Заявление на первый взгляд совершенно нелогичное, поскольку у бабушки никогда не было такой возможности. Но именно риторизм вопроса приводил меня к мысли, что все же была, не потому ли Эрик Лёвенстад женился на противной Сельме, что Осе Бромберг отказала?
Иногда я пыталась представить, что было бы, стань моим дедушкой Эрик. И понимала, что категорически этого не желаю, не потому что Эрик чем-то меня не устраивал, вполне устраивал, но как друг семьи, а не дедушка. Я обожала своего собственного, хотя нрав у него был нелегким.
Но дедушки уже давно нет на свете, и я не возражала против Сочельника в компании Осе Линдберг и Эрика Лёвенстада. Еще об одном госте я старалась не думать. Не просто не думать, но и пресекать малейшие обрывки мыслей на тему стальных глаз и их обладателя. Получалось, но я прекрасно понимала, что только до вечера, пока не останусь одна.
Может, попросить у бабушки снотворное? Или вообще напиться до потери сознания?
Нет, не выйдет, снотворного бабушка не держит, потому что не страдает бессонницей, а напиться просто не даст. Да и сомневаюсь, что в доме у Осе Линдберг, отъявленной трезвенницы, как зовет ее папа, имеется хоть одна бутылка. Нет, одна, похоже имелась. О… что-то изменилось в доме принципиальной Осе Линдберг?
— А что это за бутылка вина, ба?
Бабушка выглянула из кухни:
— Это тебя нужно спросить, я у тебя в кухне взяла со стола, мне этикетка показалась красивой.
— Это Анна принесла.
— Ладно, на Новый год выпьем. Тебе нужно снотворное?
— Откуда у тебя снотворное, ты же не держишь?
— У меня нет, сейчас придет Александр, принесет.
Александр врач, которому бабушка доверяет всецело, если бы он прописал ежедневно выпивать по ведру пива, Осе Линдберг, несмотря на трезвость, выпивала. Александр лечил мои детские болезни, заставлял пить рыбий жир, причем, не в капсулах, а из чайной ложки, выгонял на пробежку в любую погоду. Ему я обязана хорошим здоровьем и привычкой к бегу.

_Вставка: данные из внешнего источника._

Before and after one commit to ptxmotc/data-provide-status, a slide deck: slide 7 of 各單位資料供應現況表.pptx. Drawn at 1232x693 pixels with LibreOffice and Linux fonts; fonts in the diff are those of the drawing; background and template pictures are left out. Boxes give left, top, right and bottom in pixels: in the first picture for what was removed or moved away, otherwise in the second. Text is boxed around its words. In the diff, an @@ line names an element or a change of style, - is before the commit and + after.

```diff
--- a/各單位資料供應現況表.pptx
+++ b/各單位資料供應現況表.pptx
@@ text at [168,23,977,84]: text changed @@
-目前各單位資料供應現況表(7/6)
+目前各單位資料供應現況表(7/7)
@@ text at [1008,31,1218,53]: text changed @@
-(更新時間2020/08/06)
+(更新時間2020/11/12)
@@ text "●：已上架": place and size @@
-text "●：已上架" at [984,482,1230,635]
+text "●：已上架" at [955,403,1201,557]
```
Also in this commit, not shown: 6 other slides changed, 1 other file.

Александр подтвердил отсутствие переломов и то, что повязку завтра можно будет снять, покачал головой по поводу неудачного падения с лестницы, оставил снотворное, которым я решила не пользоваться…
День прошел спокойно. День без Ларса… Где он?

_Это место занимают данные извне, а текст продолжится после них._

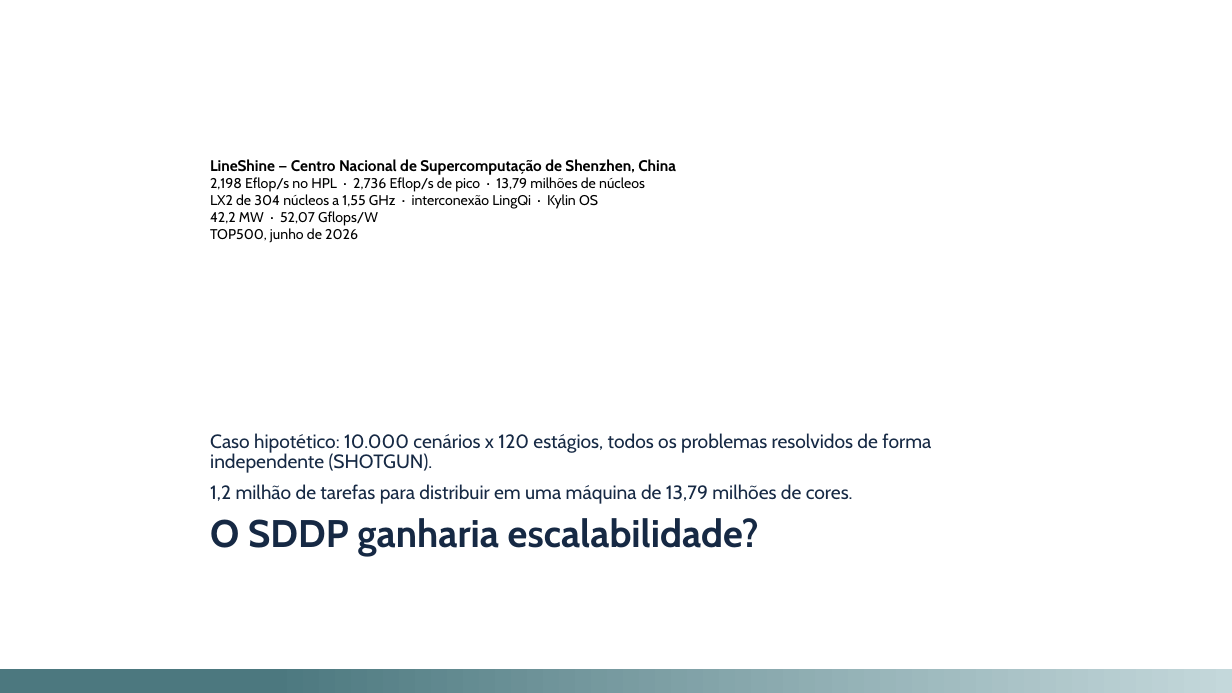
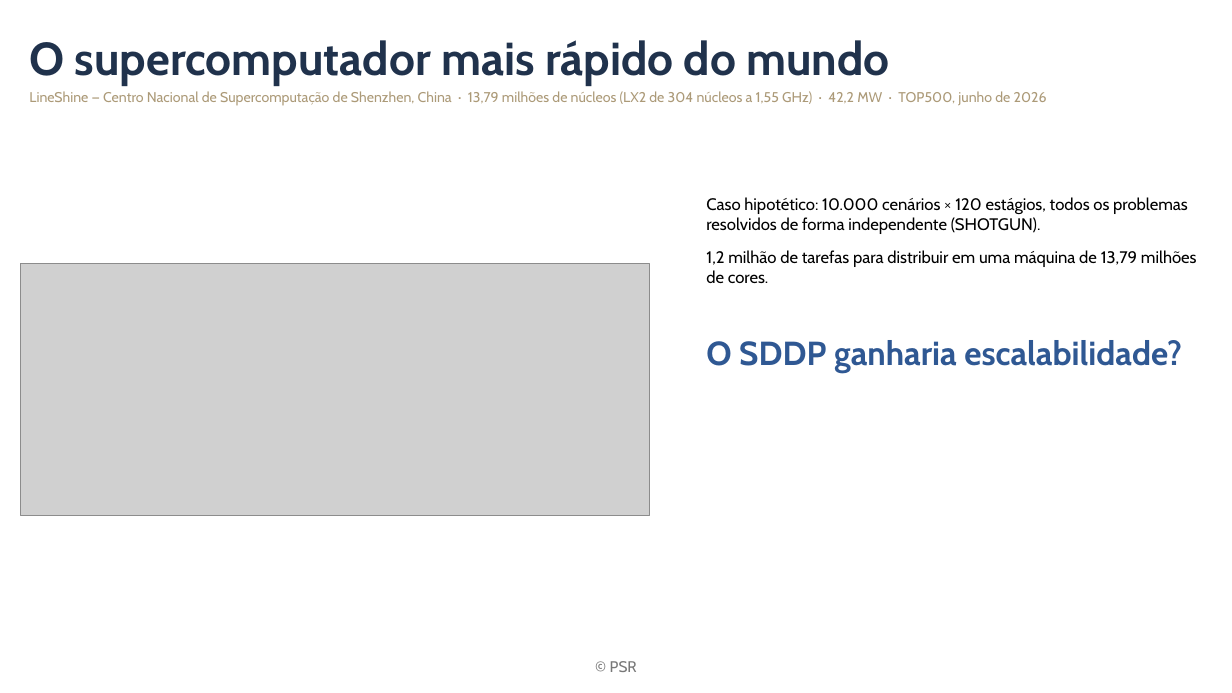
Before and after one commit to mbrcruz/SDDP-MPIO-Latex, a slide deck: slide 2 of Apresentacao/Apresentacao_esqueleto.pptx. Drawn at 1232x693 pixels with LibreOffice and Linux fonts; fonts in the diff are those of the drawing; grey boxes stand for pictures; background and template pictures are left out. Boxes give left, top, right and bottom in pixels: in the first picture for what was removed or moved away, otherwise in the second. Text is boxed around its words. In the diff, an @@ line names an element or a change of style, - is before the commit and + after.

Commit message:
Presentation v1

```diff
--- a/Apresentacao/Apresentacao_esqueleto.pptx
+++ b/Apresentacao/Apresentacao_esqueleto.pptx
@@ title added at bbox=[29, 40, 890, 86], 36 pt, text #20324C, bold @@
+O supercomputador mais rápido do mundo
@@ text at bbox=[29, 91, 1047, 105]: text changed; text colour #000000 to #AC9A78 @@
-LineShine — Centro Nacional de Supercomputação de Shenzhen, China
-2,198 Eflop/s no HPL · 2,736 Eflop/s de pico · 13,79 milhões de núcleos
-LX2 de 304 núcleos a 1,55 GHz · interconexão LingQi · Kylin OS
-42,2 MW · 52,07 Gflops/W
-TOP500, junho de 2026
+LineShine — Centro Nacional de Supercomputação de Shenzhen, China · 13,79 milhões de núcleos (LX2 de 304 núcleos a 1,55 GHz) · 42,2 MW · TOP500, junho de 2026
@@ text "Caso hipotético: 10.000 cenários × ...": place and size @@
-text "Caso hipotético: 10.000 cenários × ..." at bbox=[210, 433, 931, 556]
+text "Caso hipotético: 10.000 cenários × ..." at bbox=[706, 197, 1197, 374]
@@ text "Caso hipotético: 10.000 cenários × ..." at bbox=[706, 197, 1197, 374]: vertical alignment middle to top @@
@@ text at bbox=[706, 197, 1188, 234]: text changed; size 15 to 13 pt; text colour #162944 to #000000 @@
-Caso hipotético: 10.000 cenários x 120 estágios, todos os problemas resolvidos de forma independente (SHOTGUN).
+Caso hipotético: 10.000 cenários × 120 estágios, todos os problemas resolvidos de forma independente (SHOTGUN).
@@ picture added at bbox=[20, 263, 650, 516] @@
@@ text at bbox=[706, 250, 1197, 374]: size 15 to 13 pt, text colour #162944 to #000000 in "1,2 milhão de tarefas para distribuir em ..."; size 30 to 26 pt, text colour #162944 to #2F5893 in "O SDDP ganharia escalabilidade?"; line spacing 0.9 to 1; more space between paragraphs @@
@@ rectangle removed at bbox=[0, 669, 1232, 693] @@
@@ text added at bbox=[610, 661, 637, 672], 12 pt, text #797979 @@
+© PSR
```
Also in this commit, not shown: 2 other slides changed, 3 slides removed, 6 other files.

Вечером бабушка пришла в мою комнату и присела на постель.
— Не звонит?
— Нет.
— Сама попробуй, — она гладит мои волосы совсем как в детстве, когда меня требовалось утешить…
— Пока не буду. Он не из тех, на кого можно вешаться.

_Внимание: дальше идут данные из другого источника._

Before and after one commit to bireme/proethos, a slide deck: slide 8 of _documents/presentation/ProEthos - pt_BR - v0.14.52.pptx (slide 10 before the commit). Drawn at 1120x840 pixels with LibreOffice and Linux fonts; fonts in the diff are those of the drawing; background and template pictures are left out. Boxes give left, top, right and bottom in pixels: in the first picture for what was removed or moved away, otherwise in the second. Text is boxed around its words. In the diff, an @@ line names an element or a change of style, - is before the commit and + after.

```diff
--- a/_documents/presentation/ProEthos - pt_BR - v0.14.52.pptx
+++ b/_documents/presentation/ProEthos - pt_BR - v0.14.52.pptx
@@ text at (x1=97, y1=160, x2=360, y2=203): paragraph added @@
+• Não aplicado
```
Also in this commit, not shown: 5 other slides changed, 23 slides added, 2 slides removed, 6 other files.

— Линн, я не думаю, что он мог что-то с тобой сделать. К чему?
— И я не думаю, ба. Но вот где он?
Ее рука ложится на мою руку:
— Найдется, Линн. Если не найдется, значит, это не твое.
На следующий день ярко светило солнце, легкий морозец прекрасно держал снег, не позволяя тому поплыть противными лужами, за ночь сугробы значительно прибавили в высоте…
Помочь бы бабушке почистить дорожку к дому, но мне нельзя.